▶ **Work instruction**: Please retype the material beneath this task exactly, starting with its first line and finishing with the line containing "- Up to frame 1 (0.25 s): no input".

(Data excerpts)

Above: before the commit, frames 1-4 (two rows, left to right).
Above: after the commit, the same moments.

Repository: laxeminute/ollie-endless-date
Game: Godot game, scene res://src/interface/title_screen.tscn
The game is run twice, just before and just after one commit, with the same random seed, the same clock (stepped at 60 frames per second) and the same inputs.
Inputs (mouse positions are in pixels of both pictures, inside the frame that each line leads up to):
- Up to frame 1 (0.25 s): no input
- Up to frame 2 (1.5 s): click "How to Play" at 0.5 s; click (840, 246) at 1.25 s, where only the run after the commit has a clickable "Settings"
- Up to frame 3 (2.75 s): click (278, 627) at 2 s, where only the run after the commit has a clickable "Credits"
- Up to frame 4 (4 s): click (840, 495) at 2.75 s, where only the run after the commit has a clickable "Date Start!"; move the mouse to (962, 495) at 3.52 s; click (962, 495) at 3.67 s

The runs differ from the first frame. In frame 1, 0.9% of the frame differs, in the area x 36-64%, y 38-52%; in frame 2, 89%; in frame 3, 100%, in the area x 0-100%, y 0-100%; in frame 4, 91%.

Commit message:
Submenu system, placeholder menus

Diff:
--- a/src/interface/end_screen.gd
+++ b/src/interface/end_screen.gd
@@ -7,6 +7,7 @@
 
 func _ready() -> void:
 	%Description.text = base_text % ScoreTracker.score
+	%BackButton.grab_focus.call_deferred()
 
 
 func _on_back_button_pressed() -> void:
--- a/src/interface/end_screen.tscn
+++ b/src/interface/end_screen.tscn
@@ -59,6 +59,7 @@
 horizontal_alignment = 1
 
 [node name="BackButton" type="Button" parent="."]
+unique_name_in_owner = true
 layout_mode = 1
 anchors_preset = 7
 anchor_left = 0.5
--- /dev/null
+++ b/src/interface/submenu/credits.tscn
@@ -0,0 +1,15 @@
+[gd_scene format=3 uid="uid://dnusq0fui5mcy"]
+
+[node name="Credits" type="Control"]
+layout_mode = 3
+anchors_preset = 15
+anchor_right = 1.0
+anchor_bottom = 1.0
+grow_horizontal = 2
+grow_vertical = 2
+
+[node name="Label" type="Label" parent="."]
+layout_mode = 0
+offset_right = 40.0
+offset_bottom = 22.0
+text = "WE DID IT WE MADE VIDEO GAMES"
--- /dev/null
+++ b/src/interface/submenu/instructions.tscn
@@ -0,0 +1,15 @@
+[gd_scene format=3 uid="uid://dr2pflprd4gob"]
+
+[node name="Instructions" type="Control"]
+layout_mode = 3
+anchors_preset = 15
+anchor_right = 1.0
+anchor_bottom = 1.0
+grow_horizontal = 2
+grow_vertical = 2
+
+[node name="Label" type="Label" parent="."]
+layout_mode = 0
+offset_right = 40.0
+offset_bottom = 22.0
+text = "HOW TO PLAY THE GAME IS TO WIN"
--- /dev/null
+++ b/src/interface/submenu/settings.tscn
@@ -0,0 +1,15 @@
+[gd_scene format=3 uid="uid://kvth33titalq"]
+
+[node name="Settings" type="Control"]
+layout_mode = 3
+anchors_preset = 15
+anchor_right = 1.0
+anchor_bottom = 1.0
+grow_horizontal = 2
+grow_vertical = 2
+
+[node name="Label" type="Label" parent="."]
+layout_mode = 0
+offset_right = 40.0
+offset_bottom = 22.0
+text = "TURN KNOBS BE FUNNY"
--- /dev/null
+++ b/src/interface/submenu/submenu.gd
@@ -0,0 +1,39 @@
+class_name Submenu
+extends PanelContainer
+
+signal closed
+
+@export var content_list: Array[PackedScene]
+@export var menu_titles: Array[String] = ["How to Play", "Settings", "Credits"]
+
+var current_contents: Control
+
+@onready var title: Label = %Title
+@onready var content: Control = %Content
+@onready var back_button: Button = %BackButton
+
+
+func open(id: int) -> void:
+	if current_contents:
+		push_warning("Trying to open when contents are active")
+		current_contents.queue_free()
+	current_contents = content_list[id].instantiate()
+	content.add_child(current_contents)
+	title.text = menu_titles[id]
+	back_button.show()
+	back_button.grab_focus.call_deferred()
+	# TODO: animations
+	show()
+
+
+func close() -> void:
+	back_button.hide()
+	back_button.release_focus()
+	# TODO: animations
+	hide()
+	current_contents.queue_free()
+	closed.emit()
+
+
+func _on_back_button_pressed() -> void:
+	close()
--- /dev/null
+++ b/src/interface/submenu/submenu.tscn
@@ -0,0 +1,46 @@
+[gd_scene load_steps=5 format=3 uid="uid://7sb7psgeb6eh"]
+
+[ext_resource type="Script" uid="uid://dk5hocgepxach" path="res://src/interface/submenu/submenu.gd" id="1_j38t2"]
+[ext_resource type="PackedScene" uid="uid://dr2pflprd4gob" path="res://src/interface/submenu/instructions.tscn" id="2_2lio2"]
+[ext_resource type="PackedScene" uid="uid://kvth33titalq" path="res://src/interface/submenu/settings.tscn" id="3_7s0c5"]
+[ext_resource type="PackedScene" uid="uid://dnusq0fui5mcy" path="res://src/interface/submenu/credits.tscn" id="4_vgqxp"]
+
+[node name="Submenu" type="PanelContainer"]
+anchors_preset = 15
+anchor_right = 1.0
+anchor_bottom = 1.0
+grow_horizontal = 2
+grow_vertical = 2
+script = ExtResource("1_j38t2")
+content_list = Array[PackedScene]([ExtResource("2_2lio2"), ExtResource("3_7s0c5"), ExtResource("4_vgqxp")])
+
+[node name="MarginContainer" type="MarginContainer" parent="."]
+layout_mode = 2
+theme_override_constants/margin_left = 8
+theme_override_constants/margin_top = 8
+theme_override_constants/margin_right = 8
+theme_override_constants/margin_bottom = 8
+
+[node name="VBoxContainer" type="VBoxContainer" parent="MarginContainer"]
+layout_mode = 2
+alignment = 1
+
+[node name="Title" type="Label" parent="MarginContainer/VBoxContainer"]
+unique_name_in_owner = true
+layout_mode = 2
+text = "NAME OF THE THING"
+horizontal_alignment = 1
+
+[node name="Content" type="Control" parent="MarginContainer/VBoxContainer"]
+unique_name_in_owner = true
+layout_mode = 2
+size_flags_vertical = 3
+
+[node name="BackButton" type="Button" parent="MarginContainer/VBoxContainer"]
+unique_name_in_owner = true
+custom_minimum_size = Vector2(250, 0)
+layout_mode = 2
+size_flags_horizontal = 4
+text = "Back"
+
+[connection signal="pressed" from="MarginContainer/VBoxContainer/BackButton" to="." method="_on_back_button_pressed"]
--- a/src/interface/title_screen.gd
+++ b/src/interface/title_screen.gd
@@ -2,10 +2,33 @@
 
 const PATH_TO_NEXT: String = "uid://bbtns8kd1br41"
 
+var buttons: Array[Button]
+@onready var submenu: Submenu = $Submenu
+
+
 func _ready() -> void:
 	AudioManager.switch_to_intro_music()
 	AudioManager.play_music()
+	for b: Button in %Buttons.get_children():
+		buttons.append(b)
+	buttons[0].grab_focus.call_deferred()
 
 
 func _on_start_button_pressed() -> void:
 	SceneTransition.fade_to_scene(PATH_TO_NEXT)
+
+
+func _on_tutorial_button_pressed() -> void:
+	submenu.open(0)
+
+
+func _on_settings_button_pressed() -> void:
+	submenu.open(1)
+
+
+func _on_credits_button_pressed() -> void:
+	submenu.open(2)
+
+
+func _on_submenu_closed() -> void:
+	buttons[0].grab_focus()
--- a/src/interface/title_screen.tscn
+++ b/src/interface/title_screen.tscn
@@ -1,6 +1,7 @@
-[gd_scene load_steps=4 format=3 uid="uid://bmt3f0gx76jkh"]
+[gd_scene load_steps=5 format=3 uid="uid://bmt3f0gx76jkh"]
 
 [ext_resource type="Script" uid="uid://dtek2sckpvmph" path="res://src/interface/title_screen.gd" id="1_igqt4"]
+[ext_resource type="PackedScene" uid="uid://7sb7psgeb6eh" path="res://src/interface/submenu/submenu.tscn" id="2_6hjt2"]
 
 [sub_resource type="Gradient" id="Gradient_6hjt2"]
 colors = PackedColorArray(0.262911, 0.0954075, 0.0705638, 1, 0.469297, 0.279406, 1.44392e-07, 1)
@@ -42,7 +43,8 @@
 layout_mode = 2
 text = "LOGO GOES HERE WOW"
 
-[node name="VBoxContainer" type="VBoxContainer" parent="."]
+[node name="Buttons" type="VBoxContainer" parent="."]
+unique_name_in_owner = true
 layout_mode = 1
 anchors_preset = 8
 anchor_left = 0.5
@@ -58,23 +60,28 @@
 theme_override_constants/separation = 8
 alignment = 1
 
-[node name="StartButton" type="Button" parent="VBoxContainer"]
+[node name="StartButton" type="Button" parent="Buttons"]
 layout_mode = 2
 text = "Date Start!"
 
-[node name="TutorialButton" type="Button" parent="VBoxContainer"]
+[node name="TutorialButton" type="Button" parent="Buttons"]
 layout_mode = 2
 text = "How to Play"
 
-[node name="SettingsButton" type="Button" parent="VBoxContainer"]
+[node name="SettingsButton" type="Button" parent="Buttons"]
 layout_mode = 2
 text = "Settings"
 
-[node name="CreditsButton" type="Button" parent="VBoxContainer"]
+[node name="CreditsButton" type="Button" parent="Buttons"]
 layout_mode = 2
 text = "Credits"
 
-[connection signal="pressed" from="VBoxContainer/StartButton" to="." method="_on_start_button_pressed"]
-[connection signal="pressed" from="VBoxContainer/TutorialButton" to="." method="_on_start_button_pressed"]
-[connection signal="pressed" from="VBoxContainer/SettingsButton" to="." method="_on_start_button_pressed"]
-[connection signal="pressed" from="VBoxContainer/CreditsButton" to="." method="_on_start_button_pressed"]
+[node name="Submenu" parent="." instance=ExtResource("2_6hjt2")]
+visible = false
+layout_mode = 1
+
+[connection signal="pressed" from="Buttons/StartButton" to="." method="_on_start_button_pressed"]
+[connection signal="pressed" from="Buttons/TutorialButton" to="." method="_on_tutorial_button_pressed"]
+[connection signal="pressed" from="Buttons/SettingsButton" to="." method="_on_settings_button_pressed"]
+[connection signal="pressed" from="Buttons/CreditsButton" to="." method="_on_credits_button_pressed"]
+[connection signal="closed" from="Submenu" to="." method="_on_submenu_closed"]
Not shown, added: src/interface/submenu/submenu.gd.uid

(End Data excerpts)

▶ **Response to the exercise**:
Above: before the commit, frames 1-4 (two rows, left to right).
Above: after the commit, the same moments.

Repository: laxeminute/ollie-endless-date
Game: Godot game, scene res://src/interface/title_screen.tscn
The game is run twice, just before and just after one commit, with the same random seed, the same clock (stepped at 60 frames per second) and the same inputs.
Inputs (mouse positions are in pixels of both pictures, inside the frame that each line leads up to):
- Up to frame 1 (0.25 s): no input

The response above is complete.